# Mud Boggers -- got some of your own to share?



## kim_angel (Oct 16, 2007)

oh man, i wish i had my camera with me yesterday! I gave Toby a bath and then walked him up and down this dirt path in the farm across the road. Well, I was walking and felt resistance on the lead line, turned around to see him on the ground rolling behind me!!!!
He went from glistening white to mud bog brown.
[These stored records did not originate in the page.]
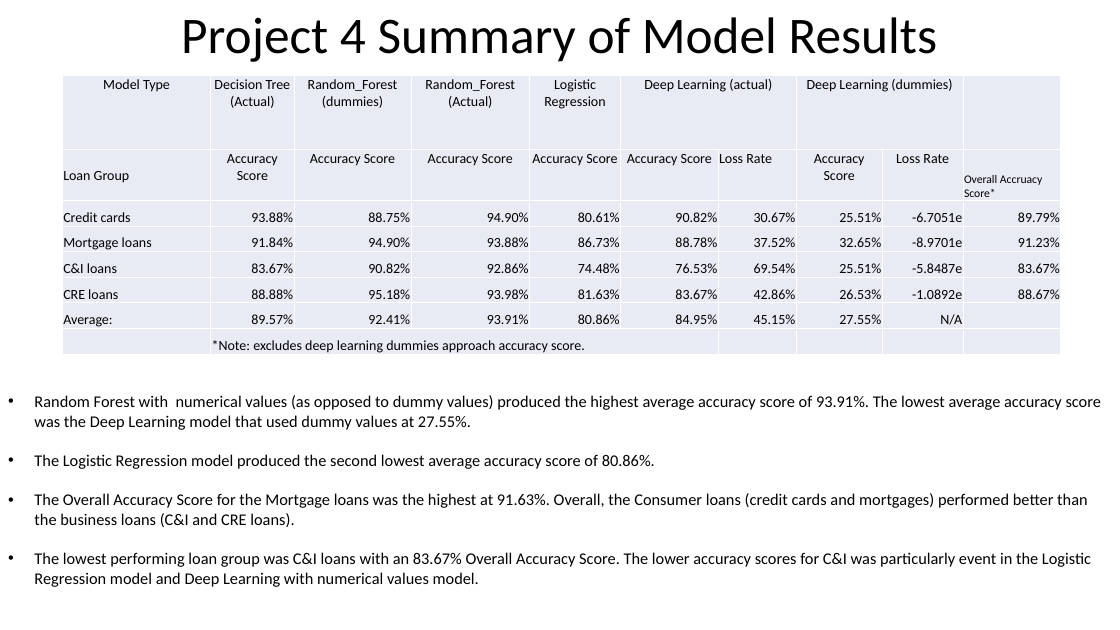
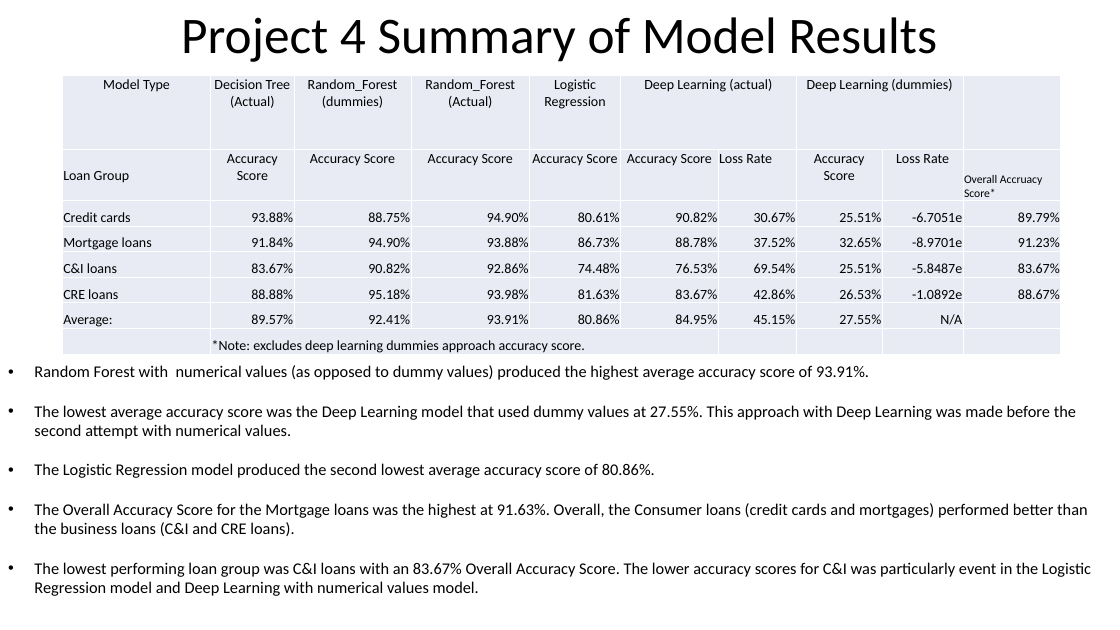
Before and after one commit to RyakDL/Project-Loan-Charge-Offs, a slide deck: slide 7 of Presentation_and_informational_files/Project_4 Presentation_v1.pptx. Drawn at 1120x630 pixels with LibreOffice and Linux fonts; fonts in the diff are those of the drawing. Boxes give left, top, right and bottom in pixels: in the first picture for what was removed or moved away, otherwise in the second. Text is boxed around its words. In the diff, an @@ line names an element or a change of style, - is before the commit and + after.

Commit message:
updated presentation

```diff
--- a/Presentation_and_informational_files/Project_4 Presentation_v1.pptx
+++ b/Presentation_and_informational_files/Project_4 Presentation_v1.pptx
@@ text "Random Forest with numerical values ...": place and size @@
-text "Random Forest with numerical values ..." at [34,395,1101,587]
+text "Random Forest with numerical values ..." at [34,365,1091,596]
@@ text at [34,365,1076,439]: text changed @@
-• Random Forest with numerical values (as opposed to dummy values) produced the highest average accuracy score of 93.91%. The lowest average accuracy score was the Deep Learning model that used dummy values at 27.55%.
+• Random Forest with numerical values (as opposed to dummy values) produced the highest average accuracy score of 93.91%.
+• The lowest average accuracy score was the Deep Learning model that used dummy values at 27.55%. This approach with Deep Learning was made before the second attempt with numerical values.
```
Also in this commit, not shown: 1 other file.
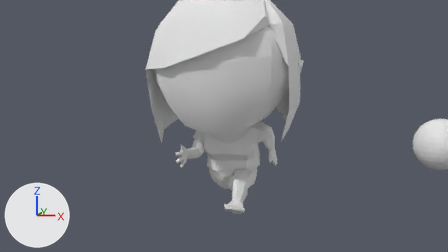
What one commit did to the Blender file raw/models/characters/marks/nova-kid.blend.
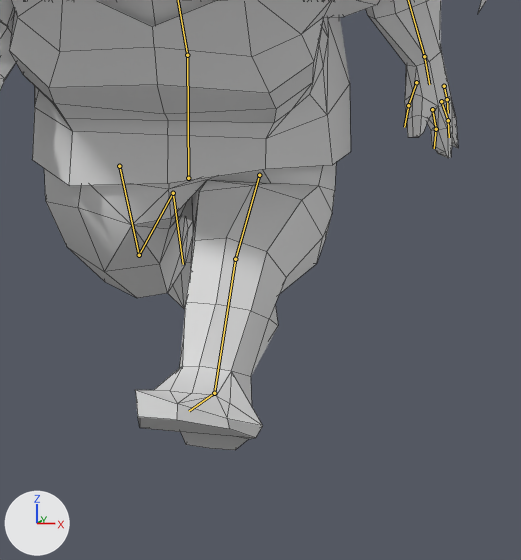
There are two pictures of each version: one from the file's camera 'Camera', one close up on the part from 45% to 64% of the width and 55% to 92% of the height. The axes (+X, +Y, +Z) are drawn at lower left. The lights are the same throughout. The bones that bend it are drawn over the model as lines in the close-ups. The close-ups show mesh edges as thin lines.

Objects in the first close-up: 'novakid', 'tshirt'.
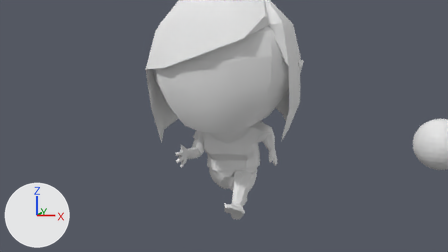
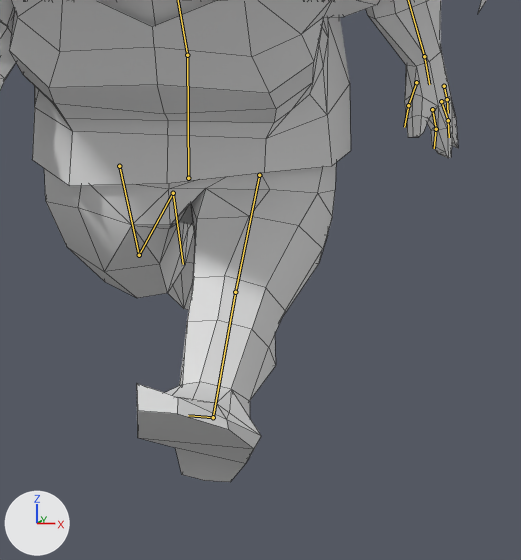
Commit message: completed run animation for novakid

The newer file adds an action. The first version stands in its rest pose; the second is drawn at frame 0 of the action 'run'.

Location of each change, (x1, y1, x2, y2) in pixels of the close-ups (521 x 560 px):
'novakid', posed
    before: (0, 0, 458, 450)
    after: (0, 0, 458, 482)
'tshirt', posed
    both: (0, 0, 380, 186)

The edits, one by one:
Bone 'leg.foot.ik.L' (bone_leg_foot_ik_l) moves from (-0.87, -1.59, -0.06) to (-0.67, -1.65, -0.04).
Bone 'leg.foot.ik.L' (bone_leg_foot_ik_l) turns from (3, 0, -25) to (4, 0, -36) degrees about its own x, y and z.
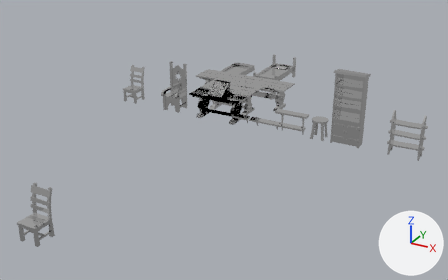
The FBX model Assets/Art/Models/Environment/Furniture.fbx as it was, and as the next commit left it.
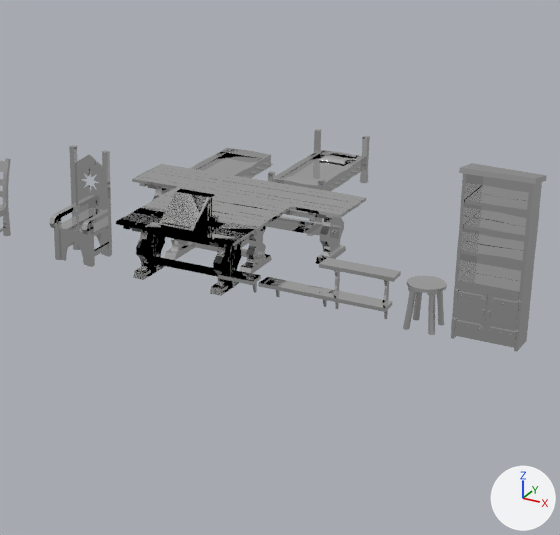
Each version is shown whole from a 50 mm camera at (10.76, -9.23, 8.72) aimed at (1.54, 7.54, 0.34), then close up on the part from 31% to 84% of the width and 0% to 81% of the height. The lights are fixed; the arrows at lower right show +X, +Y and +Z. Where no turn or scale is listed for an object, it has been applied to the vertices.

Objects in the first close-up: 'BedNormal', 'BedSimple', 'BookcaseDoorLeft', 'BookcaseDoorRight', 'BookcaseWithDoors', 'ChairElegant', 'ShelfDouble', 'Stool', 'TableLong', 'TableNormal', 'TableWritingDesk', 'TableWritingDeskCollider'.
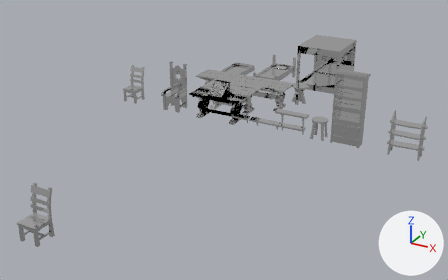
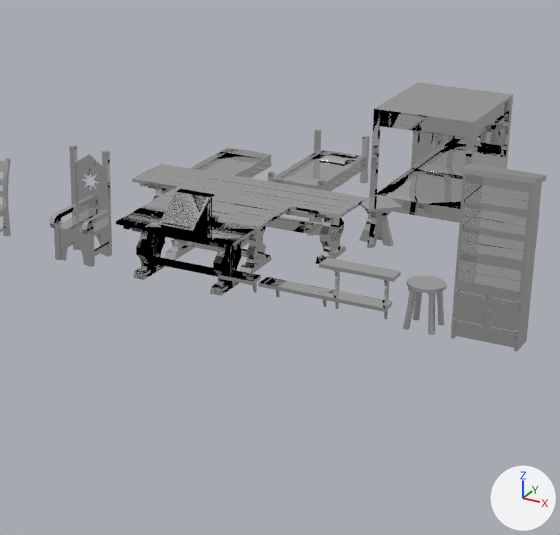
What the commit changed:
Mesh me_bench_004 is new.
It has 92 vertices, 82 faces and spans x -0.421..0.427, y -0.421..0.427, z 0.0..0.73.
It uses material mat_imphenziapixpal (its picture is missing).
Mesh me_bednormal_003 is new.
It has 532 vertices, 496 faces and spans x -0.91..0.91, y -1.06..1.06, z 0.0..2.05.
It uses material mat_imphenziapixpal (its picture is missing).
Object 'Bench.001' (ob_bench_001) is new; it shows me_bench_004.
Its location is (2.0, 13.0, 0.0).
Object 'BedNormal.001' (ob_bednormal_001) is new; it shows me_bednormal_003.
Its location is (2.35, 15.0, 0.0).

Boxes [x1, y1, x2, y2] around the edits, measured in the close-ups (560 x 535 px):
'BedNormal.001', added
    after: [369, 82, 513, 223]
'Bench.001', added
    after: [359, 196, 402, 248]
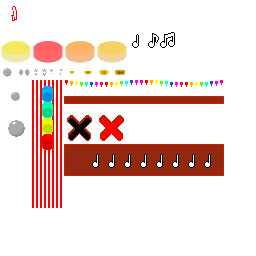
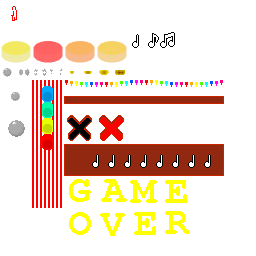
Layered file, before and after one edit (256 × 256). Changes by layer:
painted on "Pasted Layer #3" over left=69, top=179, right=190, bottom=236
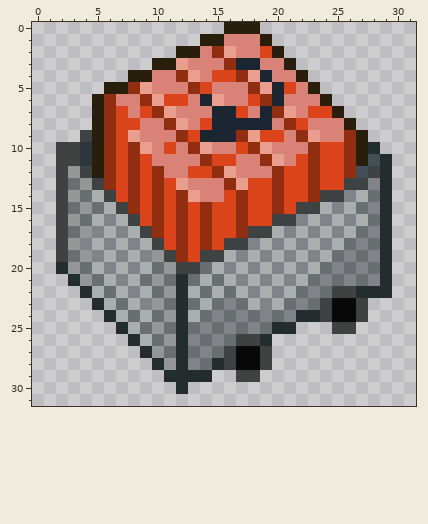
Two states of a pixel-art sprite, textures/items/minecart_tnt.png. Above: the version before the commit.
The file is 32x32 pixels. Colours within 5 levels of each other are drawn and written as one.
After the commit:
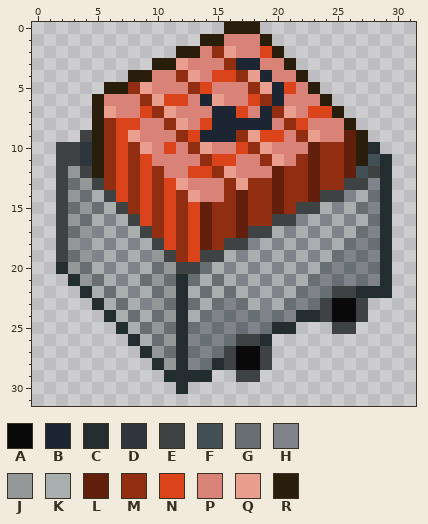
Palette (. is transparent): A #09090a  B #1b2632  C #232c2f  D #2e363d  E #3f4243  F #424f55  G #676f73  H #808389  J #949798  K #a9aeaf  L #611f0c  M #912d11  N #db441a  P #d98378  Q #e99e8e  R #281e0b
From old to new:
y 6: x 6 M -> P
y 7: x 6..7 MN -> QP
y 9: x 26 M -> L
y 10: x 23..26 MNNM -> LMML
y 11: x 22..26 NMNNM -> MLMML
y 12: x 20..26 MNNMNNM -> LMMLMML
y 13: x 18..25 NNMNNMNN -> MMLMMLMM
y 14: x 16..23 NMNNMNNM -> MLMMLMML
y 15: x 14..21 MNNMNNMN -> LMMLMMLM
y 16: x 14..19 MNNMNN -> LMMLMM
y 17: x 14..17 MNNM -> LMML
y 18: x 14..15 MN -> LM
Changed places in both pictures, as pixel boxes (x1, y1, x2, y2):
changed: (104, 94, 128, 118)
changed: (200, 130, 356, 250)
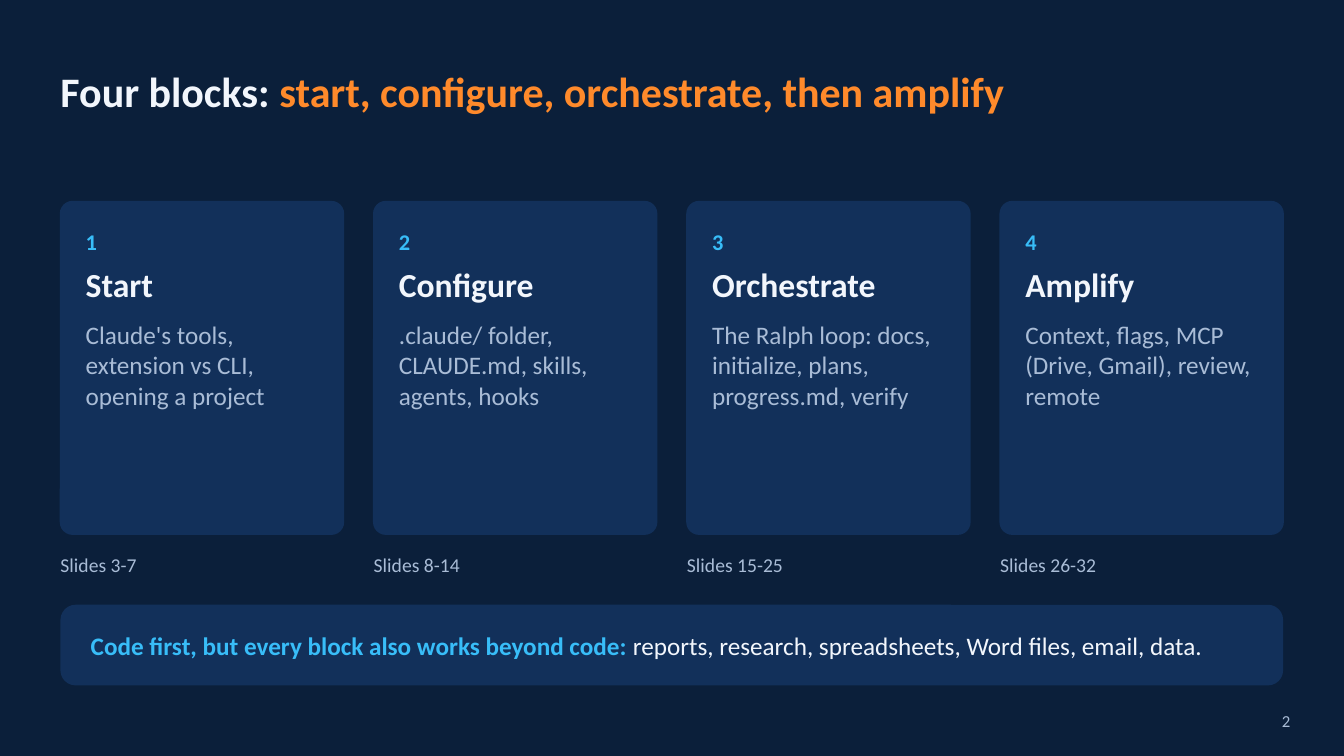
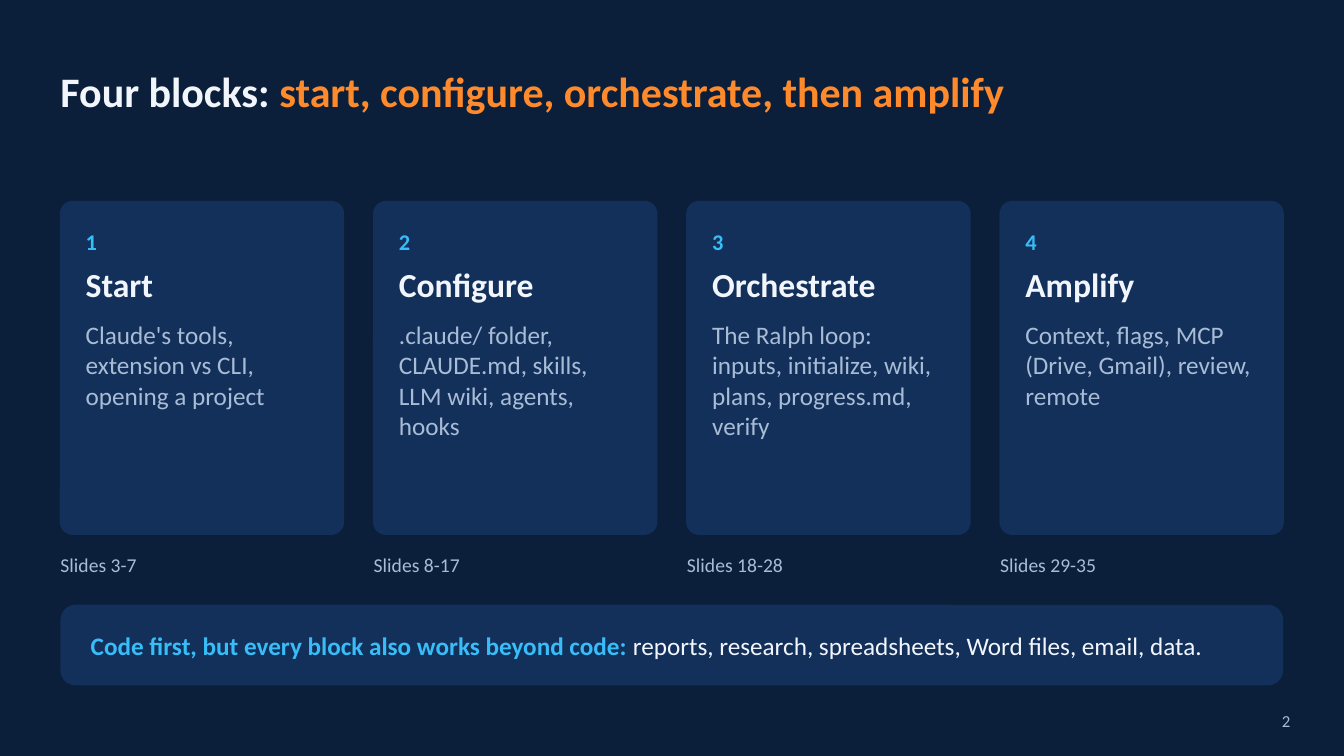
Before and after one commit to HinePo/ai-agent-learning-path, a slide deck: slide 2 of resources/claude_code_vscode_tricks.pptx. Drawn at 1344x756 pixels with LibreOffice and Linux fonts; fonts in the diff are those of the drawing. Boxes give left, top, right and bottom in pixels: in the first picture for what was removed or moved away, otherwise in the second. Text is boxed around its words. In the diff, an @@ line names an element or a change of style, - is before the commit and + after.

```diff
--- a/resources/claude_code_vscode_tricks.pptx
+++ b/resources/claude_code_vscode_tricks.pptx
@@ text at bbox=[399, 326, 588, 435]: text changed @@
-.claude/ folder, CLAUDE.md, skills, agents, hooks
+.claude/ folder, CLAUDE.md, skills, LLM wiki, agents, hooks
@@ text at bbox=[712, 326, 931, 439]: text changed @@
-The Ralph loop: docs, initialize, plans, progress.md, verify
+The Ralph loop: inputs, initialize, wiki, plans, progress.md, verify
@@ text at bbox=[374, 558, 460, 572]: text changed @@
-Slides 8-14
+Slides 8-17
@@ text at bbox=[687, 558, 783, 572]: text changed @@
-Slides 15-25
+Slides 18-28
@@ text at bbox=[1000, 558, 1096, 572]: text changed @@
-Slides 26-32
+Slides 29-35
```
Also in this commit, not shown: 14 other slides changed, 3 slides added, 2 other files.
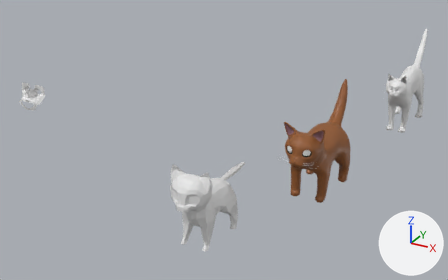
Two versions of the Blender file Cat.blend, one commit apart.
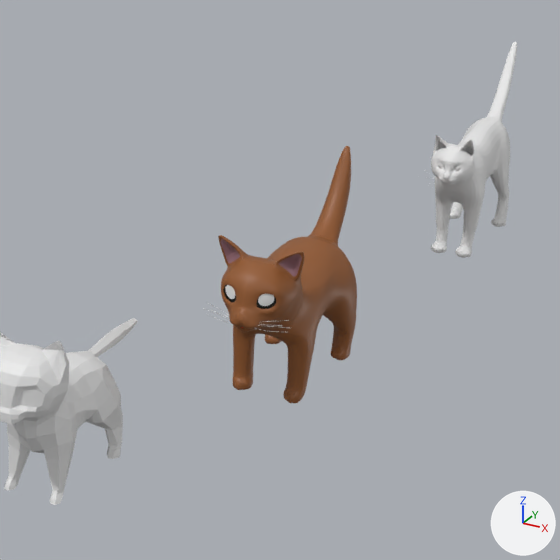
There are two pictures of each version: one whole from a 50 mm lens placed at (20.6, -70.9, 33.5), pointed at (-11.3, -12.9, 4.5), one close up on the part from 40% to 100% of the width and 3% to 99% of the height. The axes (+X, +Y, +Z) are drawn at lower right. The lights are the same throughout.

The first close-up shows 'BezierCurve.001', 'Eyes', 'Plane.001', 'cat', 'husa'.
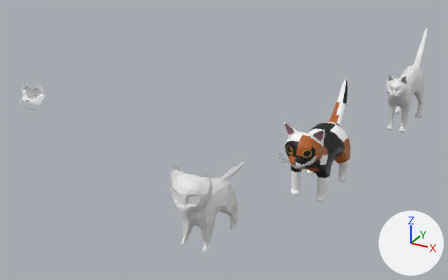
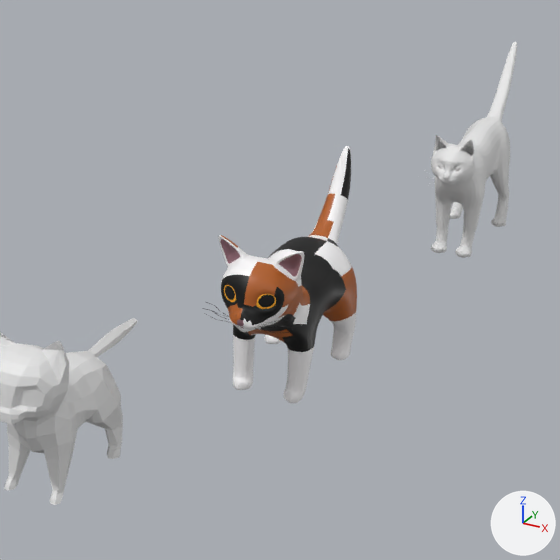
Pixel boxes [x1, y1, x2, y2] of what changed, in the close-ups (560 x 560 px):
'Plane.001', recoloured
    both: [218, 146, 357, 403]
'Eyes', recoloured
    both: [223, 285, 276, 309]
'BezierCurve.001', recoloured, moved
    before: [203, 303, 289, 332]
    after: [203, 302, 293, 333]
part 1 of me_plane_003, recoloured (brown to black)
    both: [221, 237, 346, 352]
part 2 of me_plane_003, recoloured (brown to black)
    both: [341, 148, 351, 199]
part 3 of me_plane_003, recoloured
    both: [220, 235, 357, 342]
part 4 of me_plane_003, recoloured (brown to orange)
    both: [309, 166, 337, 238]

The change in detail:
Material 'Material.002' (mat_material_002) changes colour from white #e7e7e7 to black #000000; in linear values from (0.8, 0.8, 0.8) to (0.0, 0.0, 0.0).
Material 'Material.003' (mat_material_003) changes colour from brown #94592d to white #fffeff; in linear values from (0.296, 0.101, 0.0259) to (1.0, 0.987, 1.0).
Material 'Material.007' (mat_material_007) is new.
Its base color is (0.448, 0.114, 0.0158) (orange #b35f22).
me_plane_003 has 849 vertices, 846 faces and spans x -2.8..2.8, y 0.4..15.9, z -7.8..3.3.
me_plane_003 is used by ob_plane_001; location (-0.86, -17.39, 7.24).
me_plane_003 part 1: 142 of the faces centred in x -2.7..2.3, y 0.5..12.0, z -4.5..0.8 switch from mat_material_003 (brown #945a2d) to mat_material_002 (black #000000).
me_plane_003 part 2: 13 of the faces centred in x -0.3..0.5, y 14.8..15.8, z 0.9..2.7 switch from mat_material_003 (brown #945a2d) to mat_material_002 (black #000000).
me_plane_003 part 3: 144 of the faces centred in x -2.7..2.7, y 0.5..12.2, z -5.6..1.8 switch from mat_material_003 (brown #945a2d) to mat_material_007 (brown #b25f22).
me_plane_003 part 4: 11 of the faces centred in x -0.7..0.2, y 12.5..15.4, z -1.1..1.3 switch from mat_material_003 (brown #945a2d) to mat_material_007 (brown #b25f22).
me_plane_003 no longer uses material mat_material_006 (red #e74126).
Object 'BezierCurve.001' (ob_beziercurve_001) moves from (-2.08, -16.42, 5.82) to (-2.17, -16.42, 5.82).

He even had little pebbles stuck to him.

*cry*


----------



## moomoo (Feb 21, 2007)

This was the clean side  see her butt? that was what the whooole of the other side looked like :shock:


----------



## Kiki (Feb 7, 2007)

The piccie I wanted isnt on my nerdstick but these ones will do....


----------



## farmpony84 (Apr 21, 2008)

Here's Miss Style, she's girlie even when she's dirty!


----------



## SonnyWimps (Feb 22, 2008)

squeeeee Farmpony, you're girl is adorable!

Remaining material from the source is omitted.